Collection entries
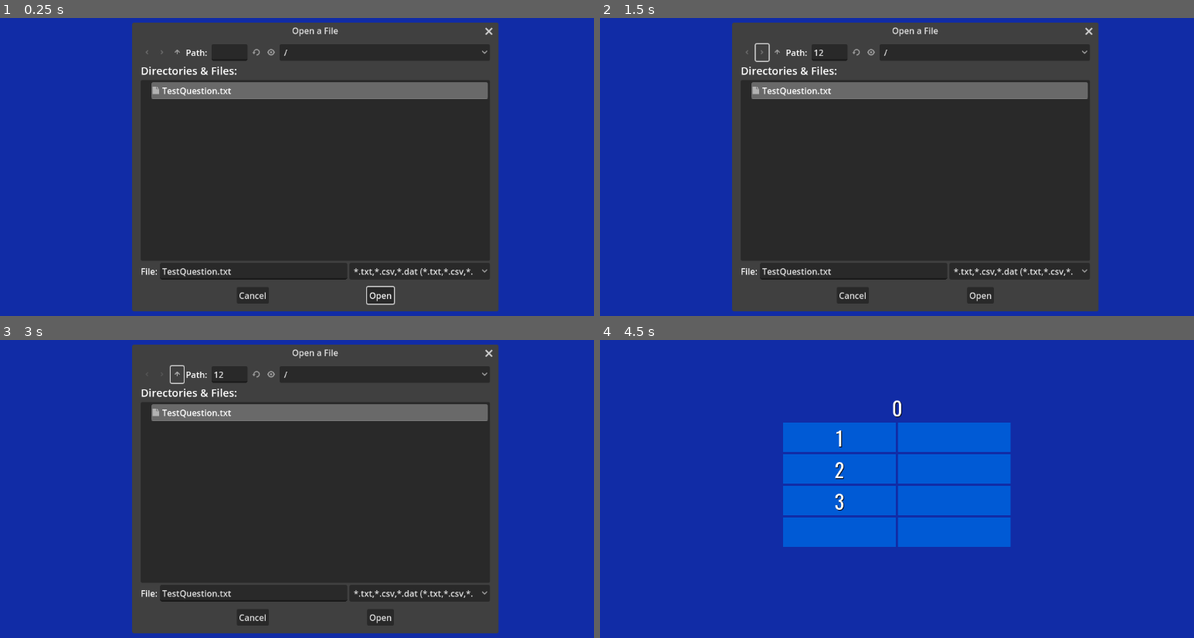
Above: before the commit, frames 1-4 (two rows, left to right).
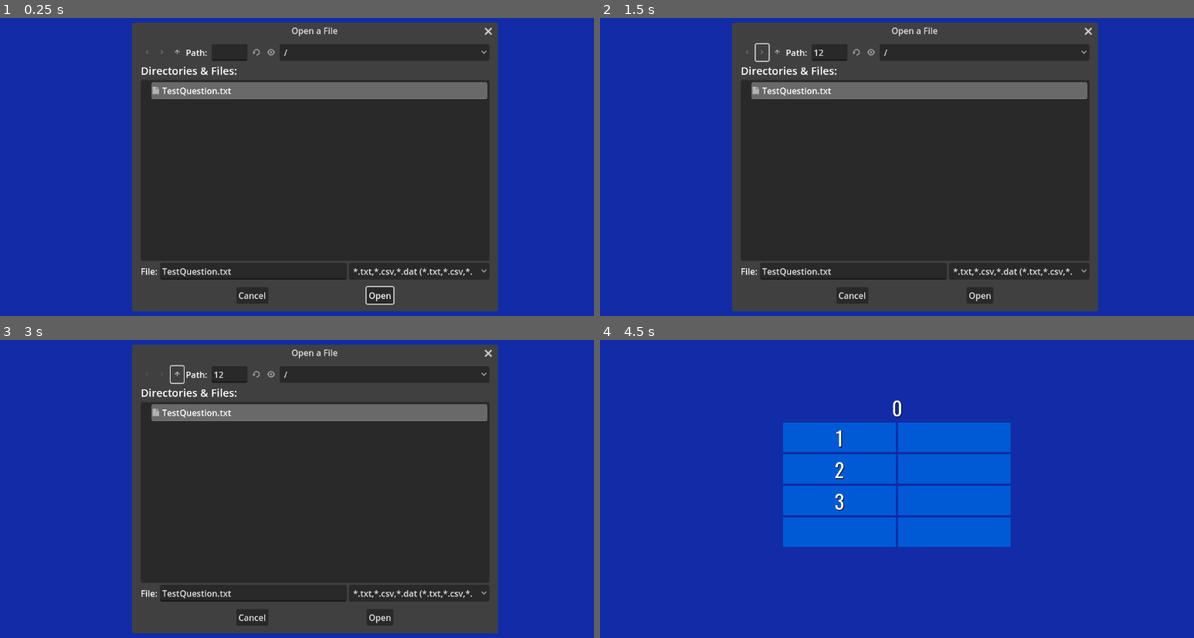
Above: after the commit, the same moments.

Repository: Javachup/godot-prototypes
Game: Godot game, scene res://root.tscn
The game is run twice, just before and just after one commit, with the same random seed, the same clock (stepped at 60 frames per second) and the same inputs.
Inputs (mouse positions are in pixels of both pictures, inside the frame that each line leads up to):
- Up to frame 1 (0.25 s): no input
- Up to frame 2 (1.5 s): click (831, 53) at 0.52 s; type "12" at 0.6 s; click (760, 53) at 1.25 s
- Up to frame 3 (3 s): click (160, 375) at 2 s; click (178, 375) at 2.75 s
- Up to frame 4 (4.5 s): click (778, 375) at 3.5 s; click "Open" at 4.25 s

The runs differ from the first frame. In frame 1, 0.6% of the frame differs, in the area x 40-85%, y 1-99%; in frame 2, 0.5%; in frame 3, 0.5%; in frame 4, nothing differs.

Commit message:
adds sound to wrong

Diff:
--- a/FamilyFeud/AnswerManager/answer_manager.tscn
+++ b/FamilyFeud/AnswerManager/answer_manager.tscn
@@ -133,7 +133,6 @@
 title = "Open a File"
 initial_position = 1
 size = Vector2i(600, 500)
-always_on_top = true
 ok_button_text = "Open"
 dialog_hide_on_ok = true
 file_mode = 0
--- a/FamilyFeud/Wrongs/wrongs.gd
+++ b/FamilyFeud/Wrongs/wrongs.gd
@@ -2,6 +2,7 @@
 extends Control
 
 @export var wrongs: Array[Wrong]
+@onready var buzzer = %Buzzer
 
 func _unhandled_input(event):
 	if   event.is_action_pressed("Wrong1"): show_wrong(1)
@@ -17,3 +18,5 @@
 
 	for i in num:
 		wrongs[i].make_visible()
+
+	buzzer.play()
--- a/FamilyFeud/Wrongs/wrongs.tscn
+++ b/FamilyFeud/Wrongs/wrongs.tscn
@@ -1,7 +1,8 @@
-[gd_scene load_steps=3 format=3 uid="uid://c6aastqpgo2mj"]
+[gd_scene load_steps=4 format=3 uid="uid://c6aastqpgo2mj"]
 
 [ext_resource type="Script" path="res://Wrongs/wrongs.gd" id="1_of2sm"]
 [ext_resource type="PackedScene" uid="uid://jabpahpylwer" path="res://Wrongs/wrong.tscn" id="1_quywf"]
+[ext_resource type="AudioStream" uid="uid://b3tam3ltb5ocx" path="res://Assets/Sounds/Buzzer.mp3" id="3_7m7ua"]
 
 [node name="Wrongs" type="Control" node_paths=PackedStringArray("wrongs")]
 layout_mode = 3
@@ -38,3 +39,7 @@
 [node name="Wrong3" parent="HBoxContainer" instance=ExtResource("1_quywf")]
 visible = false
 layout_mode = 2
+
+[node name="Buzzer" type="AudioStreamPlayer" parent="."]
+unique_name_in_owner = true
+stream = ExtResource("3_7m7ua")
Not shown, added: FamilyFeud/Assets/Sounds/Buzzer.mp3.import
Not shown, added: FamilyFeud/Assets/Sounds/Buzzer.mp3

What you are asked to do:
Retype each record exactly as it appears above and drop the images.

Your response:
Above: before the commit, frames 1-4 (two rows, left to right).
Above: after the commit, the same moments.

Repository: Javachup/godot-prototypes
Game: Godot game, scene res://root.tscn
The game is run twice, just before and just after one commit, with the same random seed, the same clock (stepped at 60 frames per second) and the same inputs.
Inputs (mouse positions are in pixels of both pictures, inside the frame that each line leads up to):
- Up to frame 1 (0.25 s): no input
- Up to frame 2 (1.5 s): click (831, 53) at 0.52 s; type "12" at 0.6 s; click (760, 53) at 1.25 s
- Up to frame 3 (3 s): click (160, 375) at 2 s; click (178, 375) at 2.75 s
- Up to frame 4 (4.5 s): click (778, 375) at 3.5 s; click "Open" at 4.25 s

The runs differ from the first frame. In frame 1, 0.6% of the frame differs, in the area x 40-85%, y 1-99%; in frame 2, 0.5%; in frame 3, 0.5%; in frame 4, nothing differs.

Commit message:
adds sound to wrong

Diff:
--- a/FamilyFeud/AnswerManager/answer_manager.tscn
+++ b/FamilyFeud/AnswerManager/answer_manager.tscn
@@ -133,7 +133,6 @@
 title = "Open a File"
 initial_position = 1
 size = Vector2i(600, 500)
-always_on_top = true
 ok_button_text = "Open"
 dialog_hide_on_ok = true
 file_mode = 0
--- a/FamilyFeud/Wrongs/wrongs.gd
+++ b/FamilyFeud/Wrongs/wrongs.gd
@@ -2,6 +2,7 @@
 extends Control
 
 @export var wrongs: Array[Wrong]
+@onready var buzzer = %Buzzer
 
 func _unhandled_input(event):
 	if   event.is_action_pressed("Wrong1"): show_wrong(1)
@@ -17,3 +18,5 @@
 
 	for i in num:
 		wrongs[i].make_visible()
+
+	buzzer.play()
--- a/FamilyFeud/Wrongs/wrongs.tscn
+++ b/FamilyFeud/Wrongs/wrongs.tscn
@@ -1,7 +1,8 @@
-[gd_scene load_steps=3 format=3 uid="uid://c6aastqpgo2mj"]
+[gd_scene load_steps=4 format=3 uid="uid://c6aastqpgo2mj"]
 
 [ext_resource type="Script" path="res://Wrongs/wrongs.gd" id="1_of2sm"]
 [ext_resource type="PackedScene" uid="uid://jabpahpylwer" path="res://Wrongs/wrong.tscn" id="1_quywf"]
+[ext_resource type="AudioStream" uid="uid://b3tam3ltb5ocx" path="res://Assets/Sounds/Buzzer.mp3" id="3_7m7ua"]
 
 [node name="Wrongs" type="Control" node_paths=PackedStringArray("wrongs")]
 layout_mode = 3
@@ -38,3 +39,7 @@
 [node name="Wrong3" parent="HBoxContainer" instance=ExtResource("1_quywf")]
 visible = false
 layout_mode = 2
+
+[node name="Buzzer" type="AudioStreamPlayer" parent="."]
+unique_name_in_owner = true
+stream = ExtResource("3_7m7ua")
Not shown, added: FamilyFeud/Assets/Sounds/Buzzer.mp3.import
Not shown, added: FamilyFeud/Assets/Sounds/Buzzer.mp3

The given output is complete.